# monitoreo



## floriposa

como escribo monitoreo?
Floriposa


----------



## traduttoretraditore

Quieres decir como lo traduces? 
Tutorat.


----------



## josé león

Surveillance?


----------



## Víctor Pérez

floriposa said:


> como escribo monitoreo?
> Floriposa



*Floriposa*: tal como lo has escrito está perfecto 


Bueno..., perdona la broma. Supongo que preguntas que cómo debes escribirlo en francés, ¿verdad?
En ese caso, según el contexto (siempre indispensable para evitar pérdidas de tiempo y de ánimos...), podría ser:*affichage *o *visualisation*

Bienvenida entre nosotros.


----------



## boazjakin

Buenos días, bonjour,
Si el contexto es informático, se puede decir "faire du monitoring". Que es una tarea de supervisón.
Saludos, aurevoir!


----------



## floriposa

boazjakin said:


> Buenos días, bonjour,
> Si el contexto es informático, se puede decir "faire du monitoring". Que es una tarea de supervisón.
> Saludos, aurevoir!


 

Bonjour!
Estoy traduciendo especificaciones tecnicas de papel, la frase entera dice "los limites de coresponden a las caracteristicas de monitoreo y basadas en los historicos de fabricación"

Desde ya muchas gracias.

Au revoir.
Floriposa


----------



## floriposa

âlo tout le monde!!!

la frase exacta que tengo que traducir dice "los limites corresponden a las caracteristicas de monitoreo y basados en los historicos de fabricacion"  seria correcto entonces traducir monitoreo por "faire du monitoring"?
Gracias desde ya

Floriposa!!!!!!!!!!!!!!!!!!!!


----------



## Nanon

Te sugiero : "caractéristiques de _suivi_"  en el sentido de seguimiento de varios lotes de producción, aunque realmente no sé si existe una definición específica del monitoreo en la industria papelera.
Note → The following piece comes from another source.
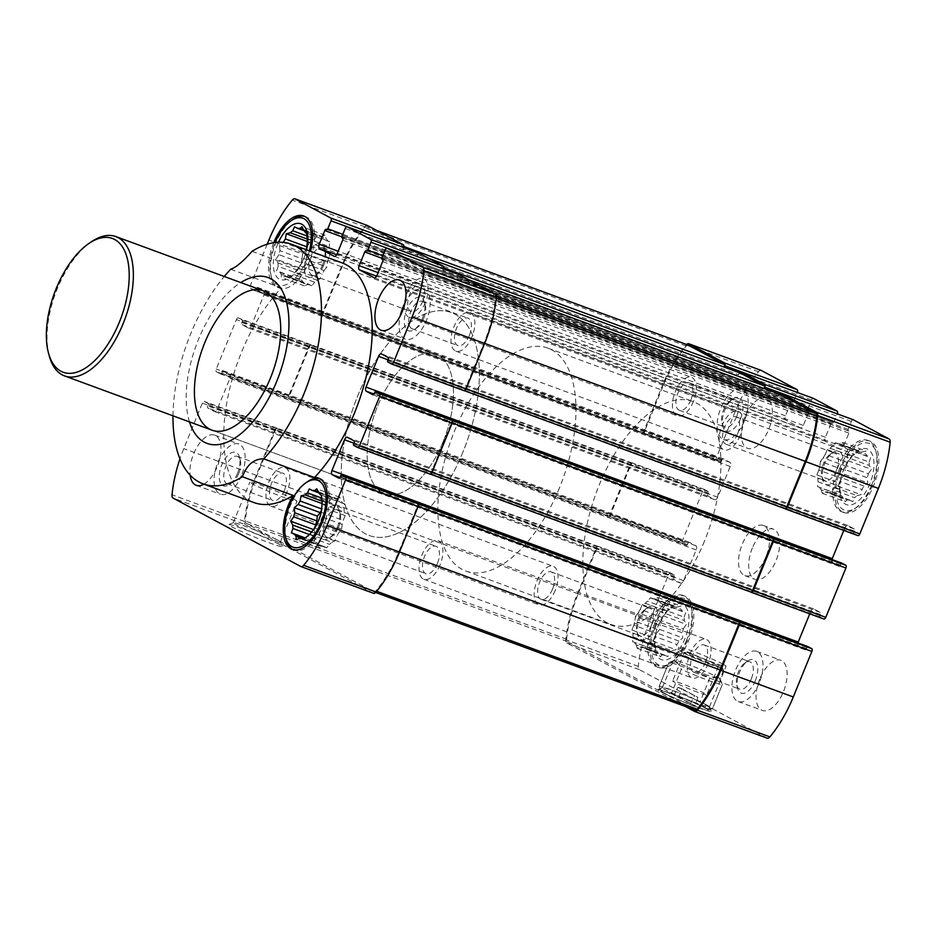 <?xml version="1.0" encoding="UTF-8"?>
<svg xmlns="http://www.w3.org/2000/svg" width="937" height="937" viewBox="0 0 937 937"><rect width="100%" height="100%" fill="white"/><g stroke="black" fill="none" stroke-linecap="round" stroke-linejoin="round"><path stroke-width="0.7" stroke-dasharray="4.68 3.51" d="M678.927 641.084L656.86 632.967A25.24 12.579 110.2 0 1 654.858 636.434L676.924 644.562A25.24 12.579 110.2 0 0 678.927 641.084L682.792 637.921L682.312 632.78L660.245 624.663A25.24 12.579 110.2 0 0 661.288 620.669L683.354 628.797A25.24 12.579 110.2 0 1 682.312 632.78M662.037 608.98L684.104 617.108A25.24 12.579 110.2 0 1 684.303 620.54L662.236 612.411A25.24 12.579 110.2 0 0 662.037 608.98L662.588 604.213L660.292 602.983L682.359 611.111A25.24 12.579 110.2 0 0 680.976 609.155L681 606.063L677.006 607.024L654.94 598.895A25.24 12.579 110.2 0 0 652.749 598.942L674.816 607.059A25.24 12.579 110.2 0 1 677.006 607.024M660.292 602.983A25.24 12.579 110.2 0 0 658.91 601.027L680.976 609.155M645.183 603.276L667.249 611.392A25.24 12.579 110.2 0 1 669.674 609.366L647.608 601.249A25.24 12.579 110.2 0 0 645.183 603.276L642.22 604.611L640.264 609.401L662.33 617.518A25.24 12.579 110.2 0 0 660.327 620.997L656.942 629.301L634.876 621.184A25.24 12.579 110.2 0 0 633.834 625.166L655.9 633.283A25.24 12.579 110.2 0 1 656.942 629.301L656.966 629.219A29.691 14.805 110.2 0 1 658.805 624.218A29.691 14.805 110.2 0 1 683.05 604.435A29.691 14.805 110.2 0 1 684.865 638.858A29.691 14.805 110.2 0 1 661.604 659.73A29.691 14.805 110.2 0 1 656.966 629.219M640.264 609.401A25.24 12.579 110.2 0 0 638.261 612.88L660.327 620.997M633.072 636.855L655.139 644.972A25.24 12.579 110.2 0 1 654.951 641.54L632.885 633.424A25.24 12.579 110.2 0 0 633.072 636.855L632.534 641.622L656.896 650.969A25.24 12.579 110.2 0 0 658.266 652.925L660.304 656.767L662.248 655.057L640.182 646.94A25.24 12.579 110.2 0 0 642.372 646.893L664.438 655.022A25.24 12.579 110.2 0 1 662.248 655.057M634.829 642.852A25.24 12.579 110.2 0 0 636.2 644.808L658.266 652.925M649.938 642.559L672.005 650.676A25.24 12.579 110.2 0 1 669.58 652.714L647.514 644.586A25.24 12.579 110.2 0 0 649.938 642.559L652.902 641.224L654.858 636.434M672.005 650.676L675.999 649.728L676.924 644.562M664.438 655.022L667.765 656.626L669.58 652.714M655.139 644.972L655.619 650.114L656.896 650.969M655.9 633.283L654.951 641.54M658.805 624.218L658.512 624.909L635.415 616.417L634.876 621.184M667.249 611.392L662.33 617.518M674.816 607.059L673.539 606.216L669.674 609.366M684.104 617.108L685.685 612.716L682.359 611.111M683.354 628.797L686.341 624.382L684.303 620.54M863.926 486.045L841.859 477.929A25.24 12.579 110.2 0 1 839.857 481.395L861.923 489.524A25.24 12.579 110.2 0 0 863.926 486.045L867.791 482.883L867.311 477.741L845.244 469.624A25.24 12.579 110.2 0 0 846.287 465.63L868.353 473.759A25.24 12.579 110.2 0 1 867.311 477.741M847.036 453.953L869.103 462.07A25.24 12.579 110.2 0 1 869.302 465.502L847.235 457.385A25.24 12.579 110.2 0 0 847.036 453.953L847.587 449.186L845.291 447.956L867.357 456.073A25.24 12.579 110.2 0 0 865.975 454.117L865.999 451.025L862.005 451.985L839.939 443.869A25.24 12.579 110.2 0 0 837.737 443.904L859.803 452.021A25.24 12.579 110.2 0 1 862.005 451.985M845.291 447.956A25.24 12.579 110.2 0 0 843.909 445.989L865.975 454.117M830.182 448.237L852.248 456.366A25.24 12.579 110.2 0 1 854.673 454.328L832.606 446.211A25.24 12.579 110.2 0 0 830.182 448.237L827.219 449.573L825.263 454.363L847.329 462.491A25.24 12.579 110.2 0 0 845.326 465.958L841.941 474.263L819.875 466.146A25.24 12.579 110.2 0 0 818.821 470.128L840.887 478.245A25.24 12.579 110.2 0 1 841.941 474.263L841.965 474.181A29.691 14.805 110.2 0 1 843.804 469.179A29.691 14.805 110.2 0 1 868.049 449.397A29.691 14.805 110.2 0 1 869.852 483.82A29.691 14.805 110.2 0 1 846.603 504.692A29.691 14.805 110.2 0 1 841.965 474.181M825.263 454.363A25.24 12.579 110.2 0 0 823.26 457.842L845.326 465.958M818.071 481.817L840.138 489.934A25.24 12.579 110.2 0 1 839.95 486.502L817.884 478.385A25.24 12.579 110.2 0 0 818.071 481.817L817.532 486.584L841.894 495.931A25.24 12.579 110.2 0 0 843.265 497.887L845.303 501.728L847.247 500.018L825.181 491.902A25.24 12.579 110.2 0 0 827.371 491.855L849.437 499.983A25.24 12.579 110.2 0 1 847.247 500.018M819.828 487.814A25.24 12.579 110.2 0 0 821.199 489.77L843.265 497.887M834.937 487.521L857.004 495.65A25.24 12.579 110.2 0 1 854.579 497.676L832.513 489.559A25.24 12.579 110.2 0 0 834.937 487.521L837.901 486.198L839.857 481.395M857.004 495.65L860.998 494.689L861.923 489.524M849.437 499.983L852.764 501.588L854.579 497.676M840.138 489.934L840.618 495.087L841.894 495.931M840.887 478.245L839.95 486.502M843.804 469.179L843.511 469.87L820.414 461.379L819.875 466.146M852.248 456.366L847.329 462.491M859.803 452.021L858.538 451.177L854.673 454.328M869.103 462.07L870.684 457.678L867.357 456.073M868.353 473.759L871.34 469.343L869.302 465.502M299.969 265.944A25.24 12.579 -69.8 0 0 301.972 262.477L324.038 270.594A25.24 12.579 110.2 0 1 322.035 274.061L299.969 265.944L295.038 272.07L317.104 280.186A25.24 12.579 110.2 0 1 314.691 282.224L292.625 274.096A25.24 12.579 -69.8 0 0 295.038 272.07M328.465 258.307A25.24 12.579 110.2 0 1 327.423 262.29L305.357 254.173A25.24 12.579 -69.8 0 0 306.399 250.179L328.465 258.307L330.421 253.505L329.414 250.05A25.24 12.579 110.2 0 0 329.215 246.618L329.765 241.851L327.47 240.622A25.24 12.579 110.2 0 0 326.088 238.666L325.08 235.199L322.117 236.534A25.24 12.579 110.2 0 0 319.915 236.569L317.62 235.339L314.785 238.876A25.24 12.579 110.2 0 0 312.361 240.903L309.397 242.238L307.441 247.028A25.24 12.579 110.2 0 0 306.844 247.989M307.149 238.49L329.215 246.618M307.348 241.922L329.414 250.05M304.021 230.537L326.088 238.666M305.403 232.493L327.47 240.622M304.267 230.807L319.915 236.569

Por favor dime si te sirve dentro de este contexto.


----------



## floriposa

Nanon said:


> Te sugiero : "caractéristiques de _suivi_" en el sentido de seguimiento de varios lotes de producción, aunque realmente no sé si existe una definición específica del monitoreo en la industria papelera. Por favor dime si te sirve dentro de este contexto.


 

Yo lo uso de ultima algun cliente vendra a decirme como se dice, gracias por tu ayuda porque la verdad que me parece mejor la opcion que das vos a la de faire du monitoring que era la otra respuesta que habia recibido, estamos en contacto
à bientôt!!!

Floriposa


----------



## estrellitazul

*NUEVA PREGUNTA*​
Hola,
alguien saben que quiere decir el "monitoreo" ????

"el control social incluye el monitoreo espontáneo de grupos de juego infantil"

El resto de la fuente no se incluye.